EMBARGOED FOR RELEASE: 11 A.M. (ET), WEDNESDAY, AUGUST 5, 2015
To place an electronic embedded link to this study in your story: Links will be live at the embargo time: http://archsurg.jamanetwork.com/article.aspx?doi=10.1001/jamasurg.2015.2202 and http://archsurg.jamanetwork.com/article.aspx?doi=10.1001/jamasurg.2015.2222
While undergoing laparoscopic sleeve gastrectomy induced weight loss and improvements in obesity-related disorders, long-term followup shows significant weight regain and a decrease in remission rates of diabetes and, to a lesser extent, other obesity-related disorders over time, according to a study published online by JAMA Surgery.
Obesity was recognized as a global epidemic by the World Health Organization 15 years ago and rates of obesity have since been increasing. Obesity is currently considered a severe health hazard and a risk factor for diabetes mellitus, hypertension, abnormal lipid levels, heart failure, and other related disorders. Bariatric procedures are reportedly the most effective strategy to induce weight loss compared with nonsurgical interventions. Laparoscopic sleeve gastrectomy (LSG) is a common and efficient bariatric procedure with increasing popularity in the Western world during the last few years, but data on its long-term effect on obesity-related disorders are scarce, according to background information in the article.

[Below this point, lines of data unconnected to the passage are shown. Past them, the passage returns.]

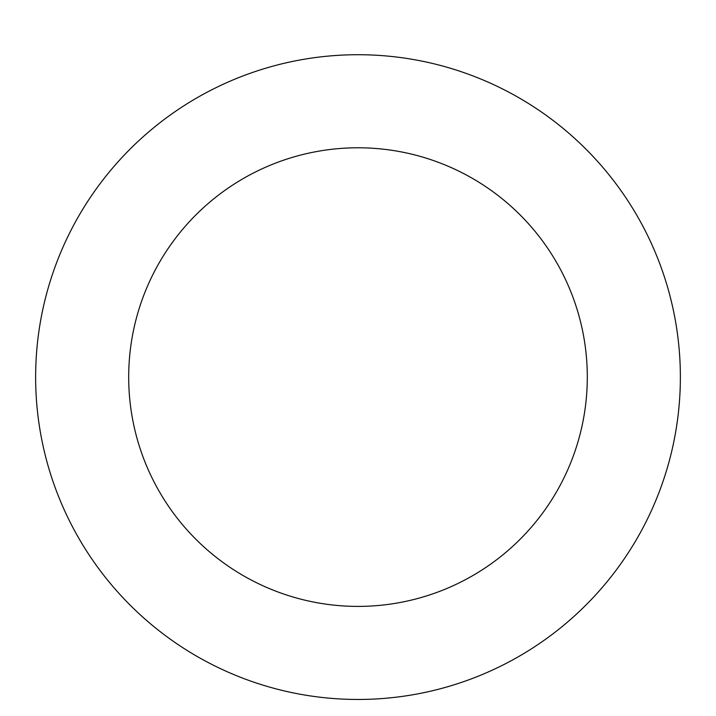 <?xml version="1.0" encoding="UTF-8"?>
<svg xmlns="http://www.w3.org/2000/svg" width="716" height="716" viewBox="0 0 716 716"><rect width="100%" height="100%" fill="white"/><g stroke="black" fill="none" stroke-linecap="round" stroke-linejoin="round"><path stroke-width="1.07" d="M510.186 92.91A322.361 322.361 0 0 0 35.8 387.392A322.361 322.361 0 0 0 528.014 650.978A322.361 322.361 0 0 0 510.186 92.91M466.25 174.946A229.308 229.308 0 0 0 128.808 384.411A229.308 229.308 0 0 0 478.941 571.914A229.308 229.308 0 0 0 466.25 174.946"/></g></svg>
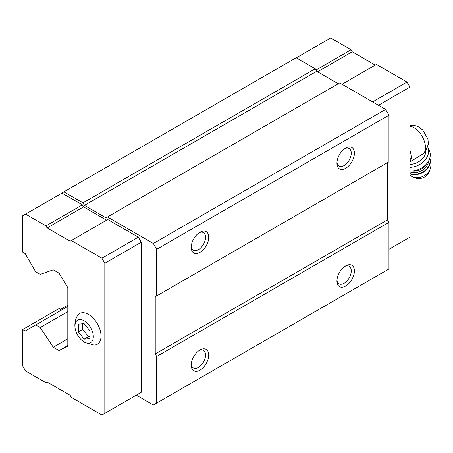 <?xml version="1.0" encoding="UTF-8"?>
<svg xmlns="http://www.w3.org/2000/svg" width="453" height="453" viewBox="0 0 453 453"><rect width="100%" height="100%" fill="white"/><g stroke="black" fill="none" stroke-linecap="round" stroke-linejoin="round"><path stroke-width="0.68" d="M89.966 338.651L89.966 330.877L84.139 323.629L78.307 324.15L78.307 331.919L84.139 339.172L89.966 338.651M84.139 341.998A12.984 7.497 -120 0 0 93.29 335.894A12.984 7.497 -120 0 0 82.774 320.129A12.984 7.497 -120 0 0 75.187 328.578A12.984 7.497 -120 0 0 82.106 340.56A12.984 7.497 -120 0 0 84.139 341.998M409.931 161.981L424.897 152.723M136.296 395.163L153.346 405.005L156.698 403.074L156.698 356.466L155.237 353.946L155.237 296.743L156.698 295.9L156.698 249.297L153.346 243.493L107.452 216.993L105.991 217.836L84.428 205.385L82.973 202.859L63.884 191.84L60.532 193.946M106.574 220.192L83.556 206.896L82.389 204.881L61.987 193.103L22.65 215.815L22.65 252.157L25.187 253.618L35.674 271.789L40.192 274.399L53.25 269.824L59.077 273.187L67.82 287.723L67.82 346.137L59.077 350.577L67.82 345.531M138.341 393.985L141.251 392.304L141.251 242.23L138.341 237.179L107.74 219.518L70.147 241.223L47.129 227.927L83.556 206.896M156.698 249.297L388.946 115.209L385.599 109.405L339.699 82.905L107.452 216.993M153.346 243.493L385.599 109.405M338.244 83.748L316.681 71.297L315.22 68.771L296.137 57.752L63.884 191.84M84.428 205.385L316.681 71.297M82.973 202.859L315.22 68.771M59.077 350.577L53.25 347.213L67.82 338.804M53.25 347.213L40.192 327.564L67.82 311.613M40.192 327.564L35.674 324.954L67.82 306.398M35.674 324.954L25.187 331.013L22.65 329.546L59.077 308.521L60.532 309.359L67.82 305.152M156.698 403.074L388.946 268.98L388.946 222.378L387.491 219.852L387.491 162.65L155.237 296.743M345.673 286.058A12.361 7.14 -60 0 1 336.93 281.013A12.361 7.14 -60 0 1 345.673 265.871A12.361 7.14 -60 0 1 354.416 270.917A12.361 7.14 -60 0 1 345.673 286.058M199.971 370.18A12.361 7.14 -60 0 1 191.228 365.135A12.361 7.14 -60 0 1 199.971 349.988A12.361 7.14 -60 0 1 208.714 355.039A12.361 7.14 -60 0 1 199.971 370.18M156.698 356.466L388.946 222.378M155.237 353.946L387.491 219.852M156.698 295.9L388.946 161.812L388.946 115.209M199.971 252.406A12.361 7.14 -60 0 1 191.228 247.361A12.361 7.14 -60 0 1 199.971 232.219A12.361 7.14 -60 0 1 208.714 237.264A12.361 7.14 -60 0 1 199.971 252.406M345.673 168.29A12.361 7.14 -60 0 1 336.93 163.239A12.361 7.14 -60 0 1 345.673 148.097A12.361 7.14 -60 0 1 354.416 153.148A12.361 7.14 -60 0 1 345.673 168.29M344.846 148.624A10.13 5.849 -60 0 1 349.161 148.505A10.13 5.849 -60 0 1 350.713 156.625A10.13 5.849 -60 0 1 344.093 165.555A10.13 5.849 -60 0 1 339.031 166.058A10.13 5.849 -60 0 1 336.97 162.259M199.144 232.746A10.13 5.849 -60 0 1 203.459 232.627A10.13 5.849 -60 0 1 205.011 240.747A10.13 5.849 -60 0 1 198.391 249.677A10.13 5.849 -60 0 1 193.329 250.175A10.13 5.849 -60 0 1 191.268 246.381M199.144 350.514A10.13 5.849 -60 0 1 203.459 350.401A10.13 5.849 -60 0 1 205.011 358.516A10.13 5.849 -60 0 1 198.391 367.445A10.13 5.849 -60 0 1 193.329 367.949A10.13 5.849 -60 0 1 191.268 364.155M344.846 266.392A10.13 5.849 -60 0 1 349.161 266.279A10.13 5.849 -60 0 1 350.713 274.399A10.13 5.849 -60 0 1 344.093 283.323A10.13 5.849 -60 0 1 339.031 283.827A10.13 5.849 -60 0 1 336.97 280.033M22.65 329.546L22.65 365.888L25.566 370.939L45.963 382.711L47.129 382.043L70.147 395.333L71.314 397.349L101.914 415.016L104.824 413.334L104.824 263.261L101.914 258.21L138.341 237.179M104.824 263.261L141.251 242.23M101.914 258.21L71.314 240.549M47.129 227.927L45.963 225.911L82.389 204.881M45.963 225.911L25.566 214.133M104.824 413.334L141.251 392.304M82.106 340.56L84.892 342.519L93.981 345.05A17.718 10.232 -120 0 0 97.367 323.759A17.718 10.232 -120 0 0 77.237 316.047C75.107 320.028 74.428 324.201 75.187 328.578M388.946 249.297L409.931 237.185L409.931 87.112L378.459 105.283M409.931 87.112L407.015 82.061L372.626 101.914M407.015 82.061L376.415 64.4L342.032 84.252M375.254 65.073L352.23 51.778L317.553 71.8M352.23 51.778L351.064 49.762L315.951 70.034M351.064 49.762L330.667 37.984L296.279 57.837M409.931 161.817A17.055 9.847 -120 0 0 410.645 159.966L411.483 157.95L410.645 152.712A17.055 9.847 -120 0 0 409.931 150.028M409.931 160.985L410.645 159.966M410.645 152.712L409.931 150.86M411.483 157.95L409.931 158.844M409.931 164.462A14.422 10.917 -25 0 0 425.973 151.438M430.197 168.963A11.801 8.935 -25 0 1 412.932 177.021L415.678 178.074A9.275 7.022 -25 0 0 429.24 171.744L430.197 168.963C431.409 165.266 431.205 161.619 429.591 158.029M409.931 170.94A16.484 12.48 -25 0 0 425.911 164.598A16.484 12.48 -25 0 0 429.359 150.719L427.87 147.525A16.484 12.48 -25 0 1 409.931 167.35M78.307 331.919L82.678 329.393L88.511 336.647L89.966 336.517M82.678 323.759L82.678 329.393M84.139 339.172L88.511 336.647M423.748 153.493A16.178 9.337 -120 0 0 422.813 137.604A16.178 9.337 -120 0 0 409.931 126.257M409.931 173.946A13.601 10.294 -25 0 0 425.078 170.985A13.601 10.294 -25 0 0 429.727 158.34M409.931 173.584A13.601 10.294 -25 0 0 424.704 170.685A13.601 10.294 -25 0 0 429.71 158.397M409.931 171.806A12.361 9.36 -25 0 0 421.958 170.43A12.361 9.36 -25 0 0 428.589 160.996M412.037 170.951A11.331 8.579 -25 0 0 426.114 164.382M409.931 125.481L413.266 125.334L416.126 125.9L418.566 126.908L422.621 129.886L427.875 138.941L428.453 143.912L424.908 152.729M412.932 177.021L409.931 175.441"/></g></svg>
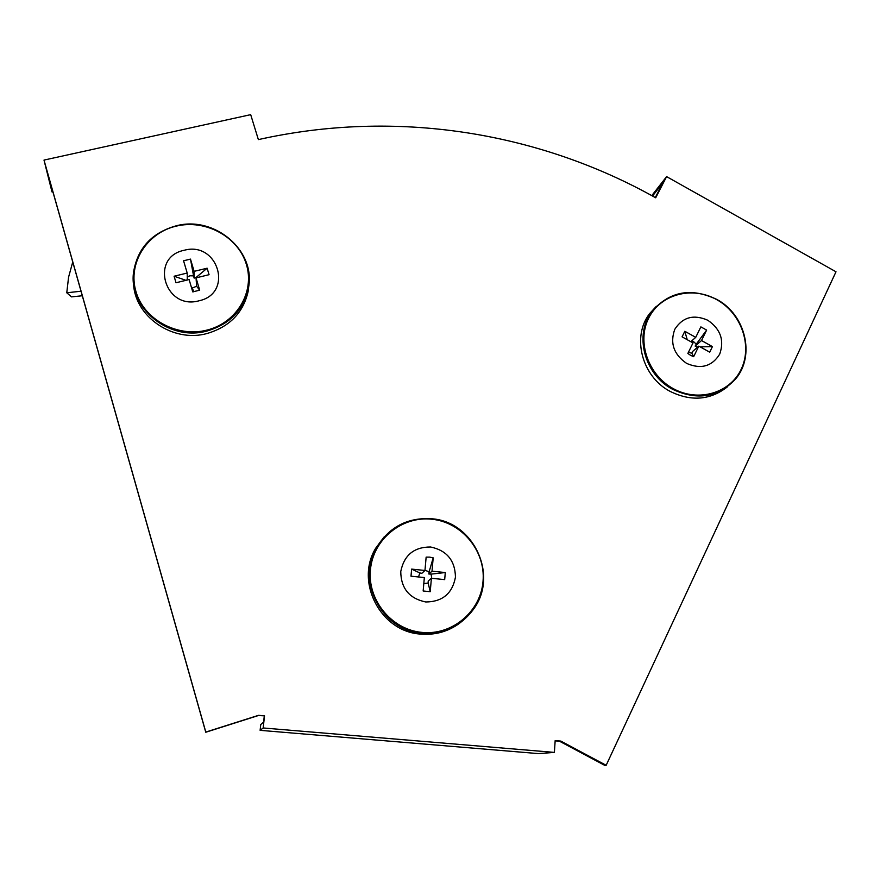 <?xml version="1.0" encoding="UTF-8"?>
<svg xmlns="http://www.w3.org/2000/svg" width="880" height="880" viewBox="0 0 880 880"><rect width="100%" height="100%" fill="white"/><g stroke="black" fill="none" stroke-linecap="round" stroke-linejoin="round"><path stroke-width="1.32" d="M44 160.083L51.997 191.917L45.991 167.387L205.766 732.248L258.291 715.561L264.528 715.836L263.175 727.969L554.389 752.4L555.17 740.597L560.802 741.081L606.166 765.292L836 271.788L666.6 176.616L655.699 197.791C538.186 131.835 395.857 108.845 258.368 139.601L250.69 114.653L44 160.083L205.799 732.072L258.522 715.33L264.528 715.836M652.542 196.031L662.915 182.765L655.292 197.571M555.159 740.85L559.504 741.224L604.714 765.347L606.166 765.292M559.504 741.224L560.802 741.081M264.275 716.067L263.604 722.106L260.755 724.537L260.117 730.334L538.494 753.61L554.389 752.4M260.117 730.334L263.175 727.969M651.772 195.613L666.6 176.616M52.866 191.73L51.997 191.917M727.485 386.782C710.347 400.202 691.218 401.731 670.109 391.38C641.751 376.64 631.51 336.633 649.704 313.5L656.392 306.229M707.784 320.243C720.577 329.065 724.537 340.384 719.686 354.178C711.953 366.454 700.953 369.545 686.664 363.418C673.739 354.475 669.79 343.09 674.806 329.263C682.671 317.108 693.66 314.094 707.784 320.243M691.196 353.067L688.468 352.187M691.548 341.055L693.77 341.803L696.245 344.168L706.64 330.077L701.525 340.549L712.426 346.61L709.731 352.187L698.808 346.126L693.66 356.675L690.613 355.355L687.852 353.452L693.011 342.914L682.077 336.842L684.816 331.276L687.236 339.702M692.098 353.716L693.66 356.675M684.816 331.276L695.739 337.348L700.865 326.876L706.64 330.077M697.95 346.863L697.213 347.49M700.139 346.863L712.426 346.61M697.18 346.841L695.145 346.093L696.245 344.168M691.878 353.078L692.45 351.604L698.808 346.126M690.822 341.693L695.739 337.348M695.145 346.093L701.525 340.549M81.015 291.214L66.77 292.787L71.478 296.868L82.302 295.768M72.743 261.976L68.574 277.178L66.77 292.787M249.029 283.217L248.292 290.774C243.562 312.433 229.878 326.667 207.24 333.454C172.909 343.255 133.782 316.173 133.507 282.304M184.173 250.283C218.064 240.834 233.86 293.348 199.1 300.773C164.769 310.563 149.27 257.202 184.173 250.283M196.647 277.728L196.251 277.343L207.13 268.202L209.066 274.692L196.042 277.871L199.683 290.18L196.625 286.275L191.675 288.233M185.053 280.555L187.308 279.796L187.198 273.042L183.568 260.777L190.487 259.105L193.556 275.869L189.871 275.792L187.264 277.046M199.683 290.18L192.753 291.885L189.123 279.565L176.011 282.755L174.097 276.232L185.196 280.038M196.251 277.343L194.139 278.135L193.556 275.869M196.625 286.275L196.042 277.871M190.487 259.105L194.117 271.359L207.13 268.202M174.097 276.232L187.198 273.042M194.139 278.135L194.117 271.359M459.745 623.15C448.151 631.62 435.116 635.272 420.651 634.095C380.567 631.763 354.816 581.889 375.749 548.141L384.252 536.767M425.766 601.975C409.321 598.543 400.994 588.401 400.752 571.571C404.052 555.181 413.996 546.986 430.584 546.997C446.809 550.44 455.103 560.494 455.455 577.148C452.353 593.538 442.464 601.821 425.766 601.975M424.974 570.35L429.143 571.725L428.824 574.002L432.014 571.186L445.291 572.55L444.686 579.623L431.398 578.27L430.232 591.69L423.159 590.986L424.336 577.555L410.993 576.202L411.631 569.107L419.848 572.957L418.517 576.961M431.717 578.303L431.112 574.112L428.824 574.002M423.808 583.572L428.153 583.055L428.219 580.998L431.398 578.27M411.631 569.107L424.963 570.471L426.14 557.128L429.693 557.128L433.18 557.854L429.143 571.725M428.153 583.055L430.232 591.69M424.963 570.471L421.872 573.298L419.848 572.957M431.112 574.112L445.291 572.55M433.18 557.854L432.014 571.186M716.683 299.453C745.382 314.545 755.458 355.685 735.647 378.906C718.377 397.408 697.356 400.873 672.584 389.29C644.149 374.506 633.875 334.411 652.091 311.245C669.548 291.302 691.042 287.353 716.573 299.387M716.639 299.607C741.136 313.049 752.719 345.433 741.202 369.226C730.059 393.217 698.071 402.545 673.112 388.553C647.977 374.902 636.636 341.528 648.78 317.944C660.561 294.14 692.318 285.813 716.639 299.607M176.264 225.841C215.006 215.457 256.267 251.075 248.424 288.167C243.683 309.881 229.955 324.126 207.262 330.935C169.708 341.836 127.985 308.352 133.617 271.799C137.709 248.05 151.899 232.738 176.209 225.863M176.363 226.094C205.744 219.021 238.271 236.896 246.389 264.429C254.936 291.841 236.819 322.718 207.086 330.066C177.485 337.821 143.792 319.583 135.905 291.379C127.589 263.263 146.872 232.76 176.363 226.094M431.97 518.782C473.363 521.719 498.52 574.739 473.99 608.575C461.23 626.208 443.861 634.403 421.894 633.149C381.7 630.806 355.861 580.8 376.849 546.964C389.697 526.614 408.056 517.22 431.926 518.782M422.092 632.412C391.611 629.761 367.235 599.995 370.458 569.558C373.219 539.066 402.248 515.768 432.014 519.244C461.835 522.28 485.606 550.968 483.054 581.031C480.953 611.138 452.529 635.525 422.092 632.412M735.647 378.906C755.557 355.608 745.426 314.413 716.694 299.365C691.163 287.309 669.625 291.269 652.091 311.245L649.704 313.5M133.617 271.799C137.709 248.006 151.91 232.672 176.231 225.808C214.962 215.402 256.245 251.009 248.424 288.167L248.292 290.774M192.467 288.2L193.666 291.819M473.99 608.575C498.542 574.728 473.363 521.719 431.981 518.793C408.1 517.209 389.719 526.603 376.849 546.964L375.749 548.141"/></g></svg>
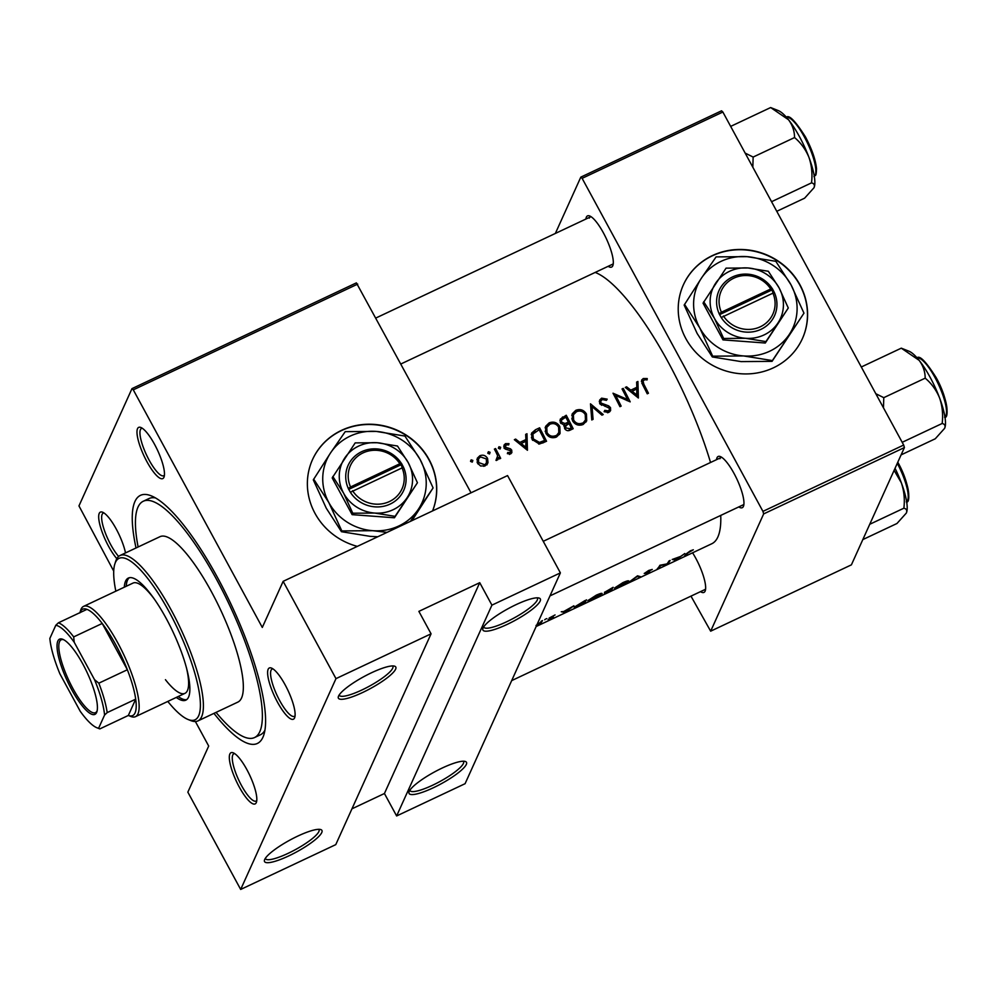 <?xml version="1.0" encoding="UTF-8"?>
<svg xmlns="http://www.w3.org/2000/svg" width="997" height="997" viewBox="0 0 997 997"><rect width="100%" height="100%" fill="white"/><g stroke="black" fill="none" stroke-linecap="round" stroke-linejoin="round"><path stroke-width="1.5" d="M466.309 764.462A32.652 6.792 -28.5 0 1 434.069 787.418A32.652 6.792 -28.5 0 1 409.057 791.855A32.652 6.792 -28.5 0 1 409.256 791.344A32.652 6.792 -28.5 0 1 435.303 771.516A32.652 6.792 -28.5 0 1 465.125 761.409A32.652 6.792 -28.5 0 1 466.309 764.462M409.867 790.26A30.471 6.343 151.5 0 0 409.979 790.571A30.471 6.343 151.5 0 0 436.188 783.492A30.471 6.343 151.5 0 0 463.381 763.49A30.471 6.343 151.5 0 0 463.543 761.496A30.471 6.343 151.5 0 0 463.343 761.222M321.757 832.57A32.652 6.792 -28.5 0 1 289.529 855.538A32.652 6.792 -28.5 0 1 264.517 859.962A32.652 6.792 -28.5 0 1 264.716 859.451A32.652 6.792 -28.5 0 1 290.763 839.624A32.652 6.792 -28.5 0 1 320.585 829.516A32.652 6.792 -28.5 0 1 321.757 832.57M265.314 858.367A30.471 6.343 151.5 0 0 265.439 858.679A30.471 6.343 151.5 0 0 291.647 851.612A30.471 6.343 151.5 0 0 318.841 831.598A30.471 6.343 151.5 0 0 319.003 829.604A30.471 6.343 151.5 0 0 318.803 829.33M540.162 601.079A32.652 6.792 -28.5 0 1 507.934 624.035A32.652 6.792 -28.5 0 1 482.909 628.471A32.652 6.792 -28.5 0 1 483.109 627.96A32.652 6.792 -28.5 0 1 509.155 608.133A32.652 6.792 -28.5 0 1 538.978 598.026A32.652 6.792 -28.5 0 1 540.162 601.079M483.719 626.876A30.471 6.343 151.5 0 0 483.844 627.188A30.471 6.343 151.5 0 0 510.04 620.109A30.471 6.343 151.5 0 0 537.246 600.107A30.471 6.343 151.5 0 0 537.395 598.113A30.471 6.343 151.5 0 0 537.196 597.839M395.622 669.186A32.652 6.792 -28.5 0 1 363.382 692.142A32.652 6.792 -28.5 0 1 338.369 696.579A32.652 6.792 -28.5 0 1 338.569 696.068A32.652 6.792 -28.5 0 1 364.615 676.24A32.652 6.792 -28.5 0 1 394.438 666.133A32.652 6.792 -28.5 0 1 395.622 669.186M339.179 694.984A30.471 6.343 151.5 0 0 339.292 695.295A30.471 6.343 151.5 0 0 365.5 688.229A30.471 6.343 151.5 0 0 392.693 668.214A30.471 6.343 151.5 0 0 392.855 666.22A30.471 6.343 151.5 0 0 392.656 665.946M432.573 510.925A65.303 61.59 24.3 0 0 414.702 441.521A65.303 61.59 24.3 0 0 341.572 430.33A65.303 61.59 24.3 0 0 312.547 459.555A65.303 61.59 24.3 0 0 357.337 546.381M432.561 510.938A65.303 61.59 24.3 0 0 414.478 441.683A65.303 61.59 24.3 0 0 341.448 430.592A65.303 61.59 24.3 0 0 312.485 459.692M294.576 717.915A28.302 7.328 64.8 0 1 277.49 702.162A28.302 7.328 64.8 0 1 268.156 669.274A28.302 7.328 64.8 0 1 271.52 668.09A28.302 7.328 64.8 0 1 287.996 690.472A28.302 7.328 64.8 0 1 294.763 717.416A28.302 7.328 64.8 0 1 294.576 717.915M272.979 668.9A26.121 6.767 -115.2 0 0 272.131 669.074A26.121 6.767 -115.2 0 0 271.072 670.246A26.121 6.767 -115.2 0 0 278.387 698.124A26.121 6.767 -115.2 0 0 294.402 716.32A26.121 6.767 -115.2 0 0 295.075 715.784M256.266 802.635A28.302 7.328 64.8 0 1 239.193 786.882A28.302 7.328 64.8 0 1 229.858 753.994A28.302 7.328 64.8 0 1 233.223 752.822A28.302 7.328 64.8 0 1 249.699 775.192A28.302 7.328 64.8 0 1 256.466 802.136A28.302 7.328 64.8 0 1 256.266 802.635M234.681 753.62A26.121 6.767 -115.2 0 0 233.834 753.794A26.121 6.767 -115.2 0 0 232.775 754.966A26.121 6.767 -115.2 0 0 240.09 782.844A26.121 6.767 -115.2 0 0 256.104 801.052A26.121 6.767 -115.2 0 0 256.777 800.504M116.811 558.656A28.302 7.328 64.8 0 1 102.89 534.056A28.302 7.328 64.8 0 1 99.226 513.393A28.302 7.328 64.8 0 1 102.579 512.209A28.302 7.328 64.8 0 1 125.51 552.924M104.037 513.006A26.121 6.767 -115.2 0 0 103.202 513.181A26.121 6.767 -115.2 0 0 102.143 514.365A26.121 6.767 -115.2 0 0 105.62 533.682A26.121 6.767 -115.2 0 0 118.618 556.426M163.932 477.314A28.302 7.328 64.8 0 1 146.858 461.549A28.302 7.328 64.8 0 1 137.524 428.66A28.302 7.328 64.8 0 1 140.876 427.489A28.302 7.328 64.8 0 1 157.352 449.859A28.302 7.328 64.8 0 1 164.119 476.815A28.302 7.328 64.8 0 1 163.932 477.314M142.334 428.286A26.121 6.767 -115.2 0 0 141.499 428.461A26.121 6.767 -115.2 0 0 140.44 429.645A26.121 6.767 -115.2 0 0 147.755 457.511A26.121 6.767 -115.2 0 0 163.757 475.719A26.121 6.767 -115.2 0 0 164.43 475.183M585.887 219.053A28.302 7.328 64.8 0 1 586.361 217.159A28.302 7.328 64.8 0 1 589.726 215.988A28.302 7.328 64.8 0 1 606.188 238.358A28.302 7.328 64.8 0 1 612.956 265.314A28.302 7.328 64.8 0 1 612.769 265.813A28.302 7.328 64.8 0 1 608.145 266.311M401.043 363.905L612.594 264.217A26.121 6.767 -115.2 0 0 613.267 263.682M716.519 459.667A28.302 7.328 64.8 0 1 716.993 457.773A28.302 7.328 64.8 0 1 720.357 456.589A28.302 7.328 64.8 0 1 736.833 478.971A28.302 7.328 64.8 0 1 743.6 505.915A28.302 7.328 64.8 0 1 743.413 506.414A28.302 7.328 64.8 0 1 738.789 506.925M549.995 595.882L743.239 504.818A26.121 6.767 -115.2 0 0 743.912 504.283M692.579 552.799A28.302 7.328 64.8 0 1 705.303 590.635A28.302 7.328 64.8 0 1 705.116 591.134A28.302 7.328 64.8 0 1 700.492 591.645M511.698 680.602L704.941 589.551A26.121 6.767 -115.2 0 0 705.614 589.003M136.028 547.976A137.125 35.493 64.8 0 1 134.931 501.516A137.125 35.493 64.8 0 1 151.22 495.833A137.125 35.493 64.8 0 1 231.042 604.257A137.125 35.493 64.8 0 1 263.844 734.851A137.125 35.493 64.8 0 1 262.921 737.269A137.125 35.493 64.8 0 1 213.956 713.366M216.05 712.381A130.595 33.811 -115.2 0 0 254.596 737.531L260.304 734.839A130.595 33.811 -115.2 0 0 264.928 730.265M773.385 367.831A65.303 61.59 24.3 0 0 802.411 338.594A65.303 61.59 24.3 0 0 786.596 267.695A65.303 61.59 24.3 0 0 712.431 255.568A65.303 61.59 24.3 0 0 683.406 284.806A65.303 61.59 24.3 0 0 699.209 355.705A65.303 61.59 24.3 0 0 773.385 367.831M802.348 338.731A65.303 61.59 24.3 0 0 786.421 267.906A65.303 61.59 24.3 0 0 712.307 255.83A65.303 61.59 24.3 0 0 683.344 284.93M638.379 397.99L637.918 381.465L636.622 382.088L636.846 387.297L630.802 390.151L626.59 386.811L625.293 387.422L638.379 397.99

Andrei Keidar, M.D., of Beilinson Hospital, Petah Tikva, Israel, and colleagues collected data on all patients undergoing LSGs performed by the same team at a university hospital between April 2006 and February 2013, including demographic details, weight followup, blood test results, and information on medications and comorbidities.
A total of 443 LSGs were performed. Complete data were available for 54 percent of patients at the 1-year follow-up, for 49 percent of patients at the 3-year follow-up, and for 70 percent of patients at the 5-year follow-up. The percentage of excess weight loss was 77 percent, 70 percent, and 56 percent, at years 1, 3 and 5, respectively; complete remission of diabetes was maintained in 51 percent, 38 percent, and 20 percent, respectively, and remission of hypertension was maintained in 46 percent, 48 percent, and 46 percent, respectively.
The decrease of low-density lipoprotein cholesterol level was significant only at years 1 and 3. The changes in total cholesterol level (preoperatively and at 1, 3, and 5 years) did not reach statistical significance.
“The longer follow-up data revealed weight regain and a decrease in remission rates for type 2 diabetes mellitus and other obesity-related comorbidities. These data should be taken into consideration in the decision-making process for the most appropriate operation for a given obese patient,” the authors write.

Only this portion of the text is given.